Siempre me ha intrigado el animal que somos y cuántas cosas hace nuestro cuerpo por sí mismo, sin que seamos todo el tiempo conscientes de ellas: late el corazón y bombea la sangre, que corre y riega la carne, los huesos y los órganos como en un oscuro jardín de invernadero; entra y baña el aire nuestros pulmones, la comida se descompone y se transforma en un largo pasaje, a veces penoso, muchas veces triunfal. Bebemos, comemos, dormimos y así, sin pensarlo mucho, sentimos cómo el cuerpo trabaja y continúa sus funciones creyendo que es él quien nos ayuda a continuar las nuestras, pero cuando sus funciones se alteran nos damos cuenta de la lógica inversa de las cosas. Por ejemplo, cuando no podemos respirar.

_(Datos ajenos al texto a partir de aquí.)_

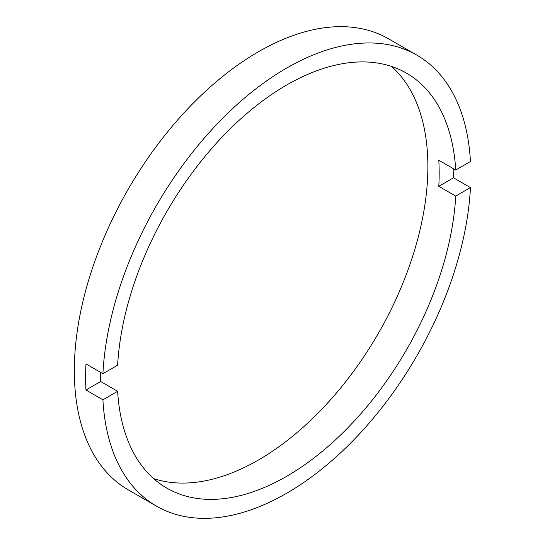 <?xml version="1.0" encoding="UTF-8"?>
<svg xmlns="http://www.w3.org/2000/svg" width="545" height="545" viewBox="0 0 545 545"><rect width="100%" height="100%" fill="white"/><g stroke="black" fill="none" stroke-linecap="round" stroke-linejoin="round"><path stroke-width="0.82" d="M438.793 186.308A239.616 138.341 -60 0 0 438.793 160.223L455.736 170.006A239.616 138.341 120 0 0 406.488 73.139A239.616 138.341 120 0 0 286.684 85.006A239.616 138.341 120 0 0 117.625 365.211L102.91 373.706L85.967 363.924A260.381 150.331 120 0 0 85.967 390.016L100.682 381.514L117.625 391.296A239.616 138.341 120 0 0 166.872 488.163A239.616 138.341 120 0 0 286.684 476.296A239.616 138.341 120 0 0 455.736 196.091L438.793 186.308L453.508 177.813A260.381 150.331 120 0 0 453.822 168.895M153.588 478.565A239.616 138.341 120 0 0 258.446 459.994A239.616 138.341 120 0 0 410.882 261.75A239.616 138.341 120 0 0 391.535 66.436M455.736 170.006L470.451 161.511A260.381 150.331 120 0 0 416.87 55.154L388.633 38.852A260.381 150.331 120 0 0 258.446 51.748A260.381 150.331 120 0 0 88.338 281.2A260.381 150.331 120 0 0 128.252 489.846L156.49 506.148A260.381 150.331 120 0 0 286.684 493.252A260.381 150.331 120 0 0 470.451 187.596L453.508 177.813M85.967 390.016L102.91 399.792A260.381 150.331 120 0 0 156.49 506.148M416.87 55.154A260.381 150.331 120 0 0 286.684 68.05A260.381 150.331 120 0 0 102.91 373.706M455.736 196.091L470.451 187.596M102.91 399.792L117.625 391.296M100.682 381.514A239.616 138.341 -60 0 1 100.335 372.221"/></g></svg>

Hace pocos días vivimos en la Ciudad de México (por favor no le quiten el la a mi amada ciudad, convertida por correctores de estilo puntillosos en un ente sin carácter) una emergencia en la que se nos aconsejaba no salir, so pena de inhalar partículas ínfimas y perniciosas, provenientes de múltiples incendios. Condenados a encerrarnos en las casas o caminar siempre con temor, no sabíamos si debíamos respirar para morir por causa de las partículas o dejar de hacerlo y ya morir a secas.  Me acordé de la epidemia de influenza, hace más de diez años, las calles pobladas de gente enmascarada de azul, tratando de defenderse de un aire enemigo, infestado de terrores invisibles. El aire que en vez de alimentarnos y liberarnos nos acechaba como una gelatina engañosa, turbia y particularmente malvada. Y así estuvimos penando por el aire, como en un poema de Roberto Juarroz que el señor Google me presentó cuando, a falta de aire afuera de la casa y harta del aire de adentro como el resuello de un carrusel de caballos viejos y aburridos, lo busqué en el ciberespacio:   

Hay días en que el aire no existe.

Mineros de la desolación,

respiramos entonces sustancias escondidas.

Y a punto de asfixiarnos,

vagamos con la boca abierta

y no encendemos ningún fuego,

para no consumir el poco oxígeno que nos resta

como un pedazo de pan del día anterior…

(“Hay días en que el aire no existe”, Sexta poesía vertical, 1975)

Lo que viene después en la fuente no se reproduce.